I never liked nor trusted Sunterra. I have owned DRI since 1998 and, while there have been the occasional issue, they've always made good on their promises. I may be misguided but I fault Sunterra for a lot of the present issues.

The units here are undergoing a complete remodel. When I say complete I mean they're stripping the rooms to the bare walls and floors. When I mentioned to another guest that I thought 6 grill was a little slim for a resort this size, he said under Sunterra there were only 3 and guests at Ka'anapali shores would interlope and use them as well. DRI expanded the number and has apparently decreased the use from non-guests.

I still see areas for improvement but, Rome wasn't built in a day and DRI certainly can't do everything at once. Even if they tried, can yo imagine the SA that would be necessary? It's been steady but noticeable progress.


----------



## pedro47 (Apr 14, 2013)

Doug, thanks for the information.


----------



## TheWizz (Apr 15, 2013)

I went to an Owner's Update in Vegas about a month ago and they tried to get us to upgrade to Platinum as well for $40K+  

We declined of course as I bought all my DRI timeshares resale and then converted to The Club (back when they did this) for the $2995 fee.  Since I have < $10K total in all my DRI ownership (Gold), I can't see the rationale in spending another $40K...


----------



## ccwu (Apr 23, 2013)

as platinum member, you can get free upgrade.  Say, I reserve KBC 13 month in advance, I got a Scenic view and got the upgrade the moment when I made the reservation for a ocean view.  That will save 25% of the points (got a 8500 points ocean view with 6500 garden view, or get a 8500 ocean view to upgrade to 11000 point ocean front.  An ocean front 11000 points can get a two bedroom 14000 point s)  I can also request a specific room.  Say I upgrade to ocean front with ocean view 8500 points, I listed that I want the corner room with two balconies.  I think this is basicly the same as wyndham Vip.

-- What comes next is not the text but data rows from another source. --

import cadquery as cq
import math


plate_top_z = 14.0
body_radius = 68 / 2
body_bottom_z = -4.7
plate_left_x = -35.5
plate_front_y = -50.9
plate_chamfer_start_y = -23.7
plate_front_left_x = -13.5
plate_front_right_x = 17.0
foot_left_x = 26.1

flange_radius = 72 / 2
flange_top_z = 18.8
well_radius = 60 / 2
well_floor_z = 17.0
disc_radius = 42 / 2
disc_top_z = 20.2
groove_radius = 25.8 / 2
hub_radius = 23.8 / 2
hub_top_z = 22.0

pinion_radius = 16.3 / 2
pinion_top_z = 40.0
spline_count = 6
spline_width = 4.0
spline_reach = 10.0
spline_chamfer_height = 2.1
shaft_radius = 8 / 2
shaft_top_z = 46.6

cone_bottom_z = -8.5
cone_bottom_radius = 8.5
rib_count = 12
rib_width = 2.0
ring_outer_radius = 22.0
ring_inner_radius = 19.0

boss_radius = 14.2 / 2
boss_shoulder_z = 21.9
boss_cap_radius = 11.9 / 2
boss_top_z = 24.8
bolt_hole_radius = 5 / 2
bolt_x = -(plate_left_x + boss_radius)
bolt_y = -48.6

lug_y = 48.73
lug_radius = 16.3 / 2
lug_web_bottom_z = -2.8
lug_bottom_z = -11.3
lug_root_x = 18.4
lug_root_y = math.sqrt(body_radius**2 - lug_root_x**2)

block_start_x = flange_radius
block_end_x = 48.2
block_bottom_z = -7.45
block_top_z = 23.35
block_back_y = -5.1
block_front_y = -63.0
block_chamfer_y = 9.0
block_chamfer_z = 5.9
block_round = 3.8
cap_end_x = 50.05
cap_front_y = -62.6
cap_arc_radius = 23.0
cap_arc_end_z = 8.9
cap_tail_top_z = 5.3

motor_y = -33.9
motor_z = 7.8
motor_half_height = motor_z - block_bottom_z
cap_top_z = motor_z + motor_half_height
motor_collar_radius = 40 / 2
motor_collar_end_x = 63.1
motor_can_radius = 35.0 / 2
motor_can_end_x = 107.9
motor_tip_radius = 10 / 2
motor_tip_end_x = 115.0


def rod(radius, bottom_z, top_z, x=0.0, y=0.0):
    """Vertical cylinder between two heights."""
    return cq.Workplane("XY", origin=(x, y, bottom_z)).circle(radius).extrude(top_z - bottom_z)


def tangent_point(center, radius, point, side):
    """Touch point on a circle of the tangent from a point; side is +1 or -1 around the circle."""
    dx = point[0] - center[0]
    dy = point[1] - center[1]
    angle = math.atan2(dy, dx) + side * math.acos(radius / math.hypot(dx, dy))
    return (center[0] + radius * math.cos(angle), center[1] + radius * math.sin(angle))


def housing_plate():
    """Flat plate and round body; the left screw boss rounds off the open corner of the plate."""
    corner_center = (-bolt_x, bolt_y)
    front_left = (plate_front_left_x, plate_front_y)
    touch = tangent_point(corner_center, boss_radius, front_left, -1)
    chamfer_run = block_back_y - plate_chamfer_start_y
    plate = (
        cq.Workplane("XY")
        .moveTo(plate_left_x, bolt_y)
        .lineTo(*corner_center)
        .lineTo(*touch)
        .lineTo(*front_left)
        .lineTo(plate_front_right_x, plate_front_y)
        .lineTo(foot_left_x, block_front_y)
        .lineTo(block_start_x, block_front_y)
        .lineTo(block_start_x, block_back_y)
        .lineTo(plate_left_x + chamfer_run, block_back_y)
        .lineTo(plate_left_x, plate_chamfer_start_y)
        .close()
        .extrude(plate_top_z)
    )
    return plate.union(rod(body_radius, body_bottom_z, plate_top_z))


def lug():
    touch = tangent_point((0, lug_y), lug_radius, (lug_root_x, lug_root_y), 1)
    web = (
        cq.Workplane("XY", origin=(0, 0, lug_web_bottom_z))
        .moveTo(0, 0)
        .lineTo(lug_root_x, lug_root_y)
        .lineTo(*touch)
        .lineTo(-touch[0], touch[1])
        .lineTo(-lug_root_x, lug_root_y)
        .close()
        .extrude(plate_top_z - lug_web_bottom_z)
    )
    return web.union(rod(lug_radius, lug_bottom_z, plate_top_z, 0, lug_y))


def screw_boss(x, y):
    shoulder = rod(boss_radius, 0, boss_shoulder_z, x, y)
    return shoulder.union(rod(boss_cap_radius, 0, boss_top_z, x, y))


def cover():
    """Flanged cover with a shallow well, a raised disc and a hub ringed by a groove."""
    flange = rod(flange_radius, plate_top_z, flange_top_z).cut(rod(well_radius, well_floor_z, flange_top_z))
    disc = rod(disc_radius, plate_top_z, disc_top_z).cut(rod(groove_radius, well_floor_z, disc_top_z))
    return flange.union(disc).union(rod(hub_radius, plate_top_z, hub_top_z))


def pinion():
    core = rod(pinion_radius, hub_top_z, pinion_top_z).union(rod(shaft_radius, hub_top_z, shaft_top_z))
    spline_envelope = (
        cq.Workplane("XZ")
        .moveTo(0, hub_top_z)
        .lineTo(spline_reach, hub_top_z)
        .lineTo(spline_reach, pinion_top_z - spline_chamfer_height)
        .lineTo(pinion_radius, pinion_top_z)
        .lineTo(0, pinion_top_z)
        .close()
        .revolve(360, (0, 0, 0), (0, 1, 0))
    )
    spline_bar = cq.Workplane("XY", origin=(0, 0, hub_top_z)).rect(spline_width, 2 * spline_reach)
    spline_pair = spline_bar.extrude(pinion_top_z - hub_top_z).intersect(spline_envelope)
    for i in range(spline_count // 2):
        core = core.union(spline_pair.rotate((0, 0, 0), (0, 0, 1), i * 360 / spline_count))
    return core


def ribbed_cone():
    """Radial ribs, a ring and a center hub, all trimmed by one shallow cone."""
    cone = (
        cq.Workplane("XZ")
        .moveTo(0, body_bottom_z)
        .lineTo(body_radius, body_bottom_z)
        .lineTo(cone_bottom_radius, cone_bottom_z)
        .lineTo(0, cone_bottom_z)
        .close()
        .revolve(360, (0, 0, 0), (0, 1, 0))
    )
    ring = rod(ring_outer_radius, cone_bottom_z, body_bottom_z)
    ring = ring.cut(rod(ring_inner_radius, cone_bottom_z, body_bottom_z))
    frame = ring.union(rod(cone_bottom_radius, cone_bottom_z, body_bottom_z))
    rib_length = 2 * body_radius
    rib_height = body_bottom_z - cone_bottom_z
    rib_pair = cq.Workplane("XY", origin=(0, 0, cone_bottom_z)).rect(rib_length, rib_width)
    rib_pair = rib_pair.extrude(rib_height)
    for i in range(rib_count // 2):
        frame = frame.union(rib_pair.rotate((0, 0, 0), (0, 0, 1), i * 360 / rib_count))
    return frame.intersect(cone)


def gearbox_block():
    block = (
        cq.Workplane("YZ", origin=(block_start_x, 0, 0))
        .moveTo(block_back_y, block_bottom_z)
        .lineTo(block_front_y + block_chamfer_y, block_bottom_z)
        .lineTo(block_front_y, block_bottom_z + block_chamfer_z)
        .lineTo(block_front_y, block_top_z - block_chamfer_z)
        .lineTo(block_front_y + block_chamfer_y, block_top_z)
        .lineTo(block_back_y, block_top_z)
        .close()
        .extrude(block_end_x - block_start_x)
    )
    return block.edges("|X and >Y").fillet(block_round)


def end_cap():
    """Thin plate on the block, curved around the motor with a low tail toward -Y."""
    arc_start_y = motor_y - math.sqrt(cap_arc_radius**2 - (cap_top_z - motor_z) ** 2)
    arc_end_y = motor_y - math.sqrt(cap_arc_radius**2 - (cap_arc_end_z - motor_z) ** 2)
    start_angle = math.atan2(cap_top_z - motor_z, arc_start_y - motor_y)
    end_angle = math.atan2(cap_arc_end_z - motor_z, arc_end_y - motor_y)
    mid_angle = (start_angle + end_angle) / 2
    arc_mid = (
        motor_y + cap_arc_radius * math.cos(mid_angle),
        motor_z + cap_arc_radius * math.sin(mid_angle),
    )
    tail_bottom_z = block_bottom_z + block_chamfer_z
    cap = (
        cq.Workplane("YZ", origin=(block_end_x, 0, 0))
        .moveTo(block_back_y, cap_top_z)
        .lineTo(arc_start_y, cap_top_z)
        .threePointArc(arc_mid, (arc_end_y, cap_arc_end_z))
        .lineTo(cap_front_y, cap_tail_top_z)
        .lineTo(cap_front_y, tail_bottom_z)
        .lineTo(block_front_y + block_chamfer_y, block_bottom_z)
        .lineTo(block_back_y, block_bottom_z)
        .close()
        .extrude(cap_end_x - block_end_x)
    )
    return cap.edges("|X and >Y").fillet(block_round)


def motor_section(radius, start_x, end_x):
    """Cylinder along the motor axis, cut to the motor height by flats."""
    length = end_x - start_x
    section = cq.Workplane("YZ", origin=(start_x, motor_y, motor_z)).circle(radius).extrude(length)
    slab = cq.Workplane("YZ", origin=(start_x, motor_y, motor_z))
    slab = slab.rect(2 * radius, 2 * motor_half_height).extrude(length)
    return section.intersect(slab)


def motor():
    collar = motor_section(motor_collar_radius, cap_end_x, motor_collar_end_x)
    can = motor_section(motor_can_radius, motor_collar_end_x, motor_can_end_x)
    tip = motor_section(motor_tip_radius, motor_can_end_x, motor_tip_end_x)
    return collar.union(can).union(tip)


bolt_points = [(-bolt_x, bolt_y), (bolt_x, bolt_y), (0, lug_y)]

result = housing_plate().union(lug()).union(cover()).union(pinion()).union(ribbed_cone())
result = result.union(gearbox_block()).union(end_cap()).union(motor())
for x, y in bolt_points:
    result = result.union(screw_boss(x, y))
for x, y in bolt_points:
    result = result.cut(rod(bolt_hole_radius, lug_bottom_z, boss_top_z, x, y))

I can make reservation or speak to a real person 24/7.  If I am traveling not able to access to a computer, I can call and make reservation and make requests..  They always try to satisfy my request.  Such as if I go to St. Maarten, I can reserve at my favorite room and building.  In KBC we most likely get room 1008, 908 (ocean from with view of ocean and swimming pool)

You have 50000 points and use it like 65000 point or more.  There is no charge for guest certification or other services that may require a charge.  I still have to pay the discounted protection fee of $65 to allow me to cancel the reservation the same day of arrival by not losing the points.  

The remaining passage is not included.